料理に対する興味を持ったのは、小学校5年生くらいですかね。母にお願いして、毎週日曜日は「子どもが料理を作ってもいい日」になっていたんです。4歳下の弟と一緒に、おこづかいで食材を買って、ピザトーストを作ったりしていました。

ーー子どもにとって貴重なおこづかいを食材に使うほど、料理への熱意が!

そうそう。当時は自分の中でピザがブームだったんです。さすがにピザ生地は作れないから、トーストにトマトソースやサラミをのっけてガスオーブンで焼いて、自分の食べたいように作っていました。

ーー藤さんのご実家は、秋田のお肉屋さんなんですよね。

そうです。売っているコロッケやトンカツの作り方もずっと見てましたから、私も見よう見まねで作りました(笑)。料理が好きな母が作るものはすごく独創的で、一風変わった食材の組み合わせも多かったから、子ども心に「うちのお母さん、すごいな」って思っていました。両親のどちらもお料理をする時間が多かったので、その影響はあるでしょうね。

ーークリエイティブな料理心は、藤さんにも受け継がれているように思います。日々の献立はどんな風に決めていますか?

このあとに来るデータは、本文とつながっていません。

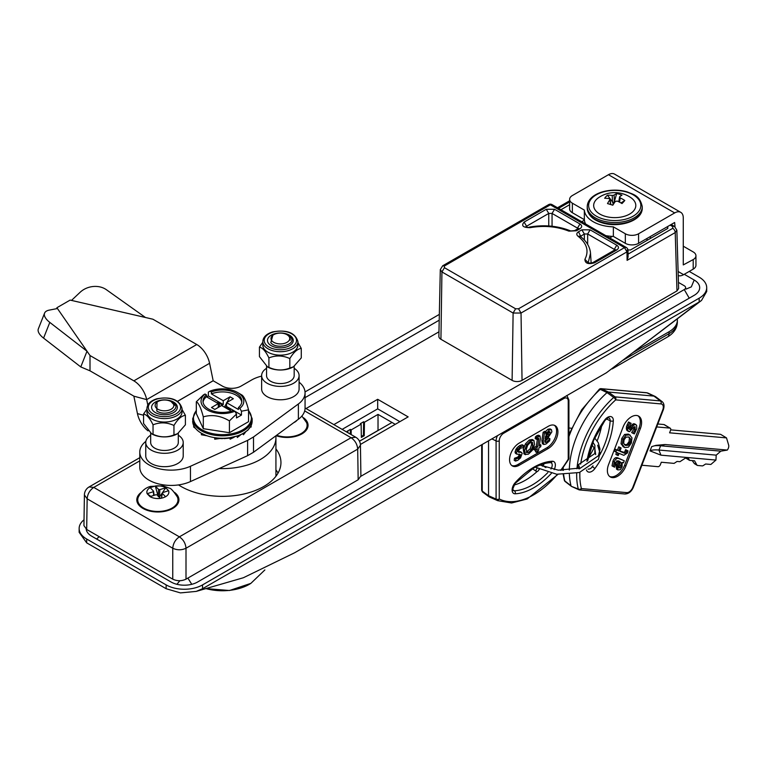 <?xml version="1.0" encoding="UTF-8"?>
<svg xmlns="http://www.w3.org/2000/svg" width="767" height="767" viewBox="0 0 767 767"><rect width="100%" height="100%" fill="white"/><g stroke="black" fill="none" stroke-linecap="round" stroke-linejoin="round"><path stroke-width="1.15" d="M219.17 468.551A53.508 30.891 0 0 0 275.928 437.717A53.508 30.891 0 0 0 275.832 435.838M689.236 271.422L699.159 277.155A25.752 14.87 180 0 1 706.704 287.673A25.752 14.87 180 0 1 699.159 298.181L202.555 584.895A25.752 14.87 180 0 1 166.142 584.895L166.142 588.72L180.427 592.901L196.247 591.395L202.555 588.72L699.159 302.006L701.508 300.453L706.704 291.489L706.704 287.673M84.025 519.796A25.752 14.87 0 0 0 79.145 528.511A25.752 14.87 0 0 0 86.681 539.019L166.142 584.895M79.145 528.511L79.145 532.327L86.681 542.844L166.142 588.72M701.508 300.443L606.467 372.733L294.595 552.786L243.379 577.743M305.026 391.937L439.338 314.393M588.193 262.726L590.523 253.254C589.938 246.696 586.467 241.039 580.12 236.274L578.011 236.226C586.908 243.273 589.2 250.982 584.895 259.342C585.02 263.407 588.251 264.548 594.588 262.774L616.754 249.975C619.017 248.383 619.017 246.792 616.754 245.21L614.271 249.352L614.866 249.879M587.656 244.366L587.656 233.983L584.349 233.983L580.379 236.476M581.079 237.032L578.51 231.778C576.42 233.187 576.257 234.673 578.011 236.226M588.241 262.745L584.895 259.342M614.185 250.272L614.271 249.352L587.656 233.983L590.13 229.841L581.865 229.841L578.51 231.778M614.961 250.32L615.201 249.658L616.754 249.975M615 249.802L592.833 262.602L594.588 262.774M584.349 240.033L584.349 233.983L581.865 229.841M578.165 229.074L578.404 228.422L574.665 230.599L576.429 230.781L579.957 228.739C582.23 227.147 582.23 225.556 579.957 223.964L554.541 209.286L546.277 209.286L548.75 213.437L552.058 213.437L554.541 209.286M574.665 230.599L568.884 231.135L576.429 230.781M577.398 229.026L577.484 228.115L578.078 228.633M548.75 225.958L548.75 213.437L526.584 226.236L526.804 227.061M546.277 209.286L524.11 222.085L526.584 226.236L525.817 226.716M525.807 227.003L530.055 227.674C543.947 225.268 556.89 226.418 568.884 231.135M552.058 226.255L552.058 213.437L577.484 228.115L579.957 223.964M578.203 228.566L579.957 228.739M628 250.435L626.975 251.864L624.491 247.616L518.55 308.785L521.033 313.032L626.975 251.864L627.099 260.349L628.096 256.859L628 250.435A3.509 3.509 0 0 0 626.246 247.444L624.491 247.616L550.361 204.818L444.419 265.986L442.664 265.804L548.606 204.645L552.115 204.645A3.509 3.509 0 0 0 548.606 204.645M569.622 204.722L560.936 209.736M581.712 221.73L584.396 220.177M613.149 203.571L614.3 202.91M627.157 249.965L630.464 249.965L667.798 228.413L667.75 226.486M612.459 236.38L609.775 237.933M667.606 228.518L667.798 226.505M628.058 254.117L672.736 228.317L672.736 226.601A3.509 2.023 -60 0 1 674.49 226.428L671.173 224.51M672.736 228.317A3.509 2.023 60 0 1 675.219 232.574L627.099 260.349M676.858 230.196L678.622 288.565L676.983 290.923L675.219 232.574L676.858 230.196L674.49 226.428M522.039 380.374L521.033 313.032L513.113 313.032L441.936 271.94L440.296 269.61L438.868 336.358A7.028 4.056 -0 0 0 440.929 339.282L512.107 380.374A7.028 4.056 -0 0 0 522.039 380.374L676.983 290.923M350.308 434.103L350.385 429.405L347.067 431.313L347.911 432.722M364.248 435.733L363.424 435.253L363.625 421.754L360.317 423.672L361.142 424.141L361.343 437.411L364.248 435.733L364.45 422.233L363.625 421.754M361.324 436.461L363.424 435.253M359.455 441.178L378.026 430.45L378.026 414.401L364.45 422.233M361.142 424.141L351.209 429.884L350.385 429.405M351.142 434.582L351.209 429.884M347.902 431.792L347.096 432.252M395.245 424.333L378.026 414.401M399.875 421.658L377.69 408.859L377.69 399.3L333.856 424.611M342.13 429.386L377.69 408.859M360.394 444.457L408.149 416.884L377.69 399.3M438.973 331.804L306.043 408.552M360.883 476.288L684.269 289.581A4.679 2.704 0 0 0 685.64 287.673A4.679 2.704 0 0 0 684.269 285.755L678.44 282.4M684.269 274.289L694.193 280.022A18.724 10.815 180 0 1 699.686 287.673A18.724 10.815 180 0 1 694.193 295.314L197.589 582.028A18.724 10.815 180 0 1 171.108 582.028L91.647 536.152A18.724 10.815 180 0 1 86.201 529.163M305.065 397.651L439.213 320.194M514.024 485.032A59.653 34.438 120 0 0 525.299 480.286A59.653 34.438 120 0 0 537.044 471.59M538.75 469.979A59.653 34.438 120 0 0 539.326 469.423M542.422 466.211A59.653 34.438 120 0 0 542.883 465.703A4.324 2.502 120 0 0 544.167 463.69M498.818 499.585A74.629 43.086 -60 0 1 496.096 499.202M557.973 474.37L527.178 498.962L511.589 502.999L497.697 500.669L490.362 497.428A74.629 43.086 -60 0 1 489.068 496.805L482.75 492.155A2.339 1.409 126.4 0 1 482.635 492.088L489.068 496.805L488.55 495.722L496.086 499.068L496.086 440.929L491.868 438.887M517.332 448.379L516.028 449.136M537.178 435.675A13.576 7.843 -60 0 1 535.328 437.583M523.573 445.522L519.47 447.401L516.459 452.309L516.881 454.179L520.17 454.428L520.515 455.54L519.096 457.87L515.855 459.021L515.539 461.082L517.783 460.305L520.582 457.832L522.212 453.23L521.129 452.271L518.578 452.262L518.137 451.159L520.534 448.149L523.238 447.707L523.573 445.522L522.25 444.755L519.681 445.55L516.776 448.053L515.136 451.542L515.136 452.751L516.344 453.661M516.824 450.354L517.687 448.58M519.23 452.329L518.118 451.686M521.129 452.271L517.907 451.562M520.064 452.271L518.732 451.504M521.522 452.357L519.805 451.504M520.889 452.463L520.525 451.782M519.901 456.144L520.525 454.889M518.751 457.669L519.374 456.911M515.539 461.082L514.206 460.315L514.523 458.254L515.855 459.021M519.096 457.87L517.773 457.103L514.523 458.254M520.256 456.346L518.933 455.579L517.773 457.103M519.767 457.142L518.444 456.375M516.459 453.518L515.136 452.751M516.881 454.179L515.558 453.412M517.044 450.478L515.721 449.711M516.459 452.309L515.136 451.542M518.099 448.82L516.776 448.053M549.891 431.696L548.616 431.926L546.478 434.132L545.097 438.542L549.373 435.042L550.217 432.933L549.853 431.677M545.433 436.557L548.05 434.275L548.894 432.166L548.597 430.949M550.217 432.933L548.894 432.166M549.929 438.762L546.411 442.214L545.164 442.454L544.838 440.162L547.935 437.89L551.885 431.831L551.444 429.654L549.249 429.999L545.816 434.074L546.085 432.109L544.762 431.342L543.151 432.272L541.876 440.546L542.394 443.719L543.717 444.486L546.008 444.007L549.603 440.843L549.929 438.762L548.597 437.995L544.762 441.619M546.085 432.109L544.474 433.039L543.151 432.272M551.262 429.549L550.121 428.887L547.926 429.242L545.395 431.706M551.444 429.654L550.121 428.887M544.474 433.039L543.199 441.303L543.717 444.486M536.497 439.328L538.664 438.197L538.731 439.827L537.629 446.988L535.098 448.455L534.829 450.191L537.36 448.733L536.785 452.492L538.492 450.91L538.971 447.803L540.697 446.806L540.965 445.071L539.239 446.068L540.39 438.532L539.997 435.992L536.766 437.593L536.497 439.328L535.174 438.571L537.341 437.43M539.383 445.982L539.489 444.39M540.965 445.071L539.632 444.304M536.785 452.492L535.462 451.734L535.778 449.644M534.829 450.191L533.506 449.424L535.088 448.513M538.731 439.827L537.408 439.06L536.306 446.231L533.774 447.688L533.506 449.424M537.629 446.988L536.306 446.231M538.329 436.337L537.005 435.57L535.443 436.826L535.174 438.571M539.997 435.992L538.674 435.225L537.005 435.57M526.325 452.089L530.083 448.896L531.55 444.687L531.186 441.658M526.546 452.501L528.751 452.415L531.406 449.663L532.873 445.454L532.509 442.425L530.265 442.521L527.677 445.186L526.277 449.309L526.833 452.751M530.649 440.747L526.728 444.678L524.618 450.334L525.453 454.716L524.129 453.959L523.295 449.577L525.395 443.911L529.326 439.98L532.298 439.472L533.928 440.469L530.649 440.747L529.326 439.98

食材は常に冷蔵庫・冷凍庫にキープしているので、その日の体調や天候に合わせて、食べたいものを作っています。夕飯はおやつの時間ぐらいに決めてますかね。

メインはそうやって当日食べたいものを作るんですけども、副菜は作り置きもしてますよ。ひじきだとか、肉じゃがだとか。何日も食べると飽きちゃうから、それをアレンジしていくっていうのが好きで(笑)。

ーー例えば、どんなアレンジを?

ひじきなら、次は卵焼きに入れるとかね。野菜スープなら、まずコンソメスープと野菜だけで作って、味付けを変えたり具材を足してアレンジして、そのうちカレーになって、そのカレーがグラタンになるとか(笑)?飽きないように、最後までおいしくいただくっていうのは大切にしてますね。

冷凍庫6台・冷蔵庫5台で、お店のように食材管理

ーー冷蔵庫のスタメンって、どんな感じなんでしょう。

旬のものはなるべく取り入れるようにしてます。葉物はキープしておくとくたびれちゃうからその都度仕入れていますけど、日持ちする根菜は保存方法を工夫して、とにかく多めにキープしてますね。

冷凍庫もいっぱいあるので、この冷凍庫は魚だけ、この冷凍庫は肉だけ、とか分けて。

ーーえっ、冷凍庫が二つあるんですか!?冷蔵庫とは別に?

冷凍庫も冷蔵庫も、いっぱいあるんですよ私(笑)。別荘にあるものも含めると、冷凍庫は6台、冷蔵庫は5台かな?お店屋さんみたいにして楽しんでます。

ーーさらっと出てきましたが、すごくおもしろいです!さすが、スターの生活……!なぜ、複数台を活用するスタイルになったんでしょう?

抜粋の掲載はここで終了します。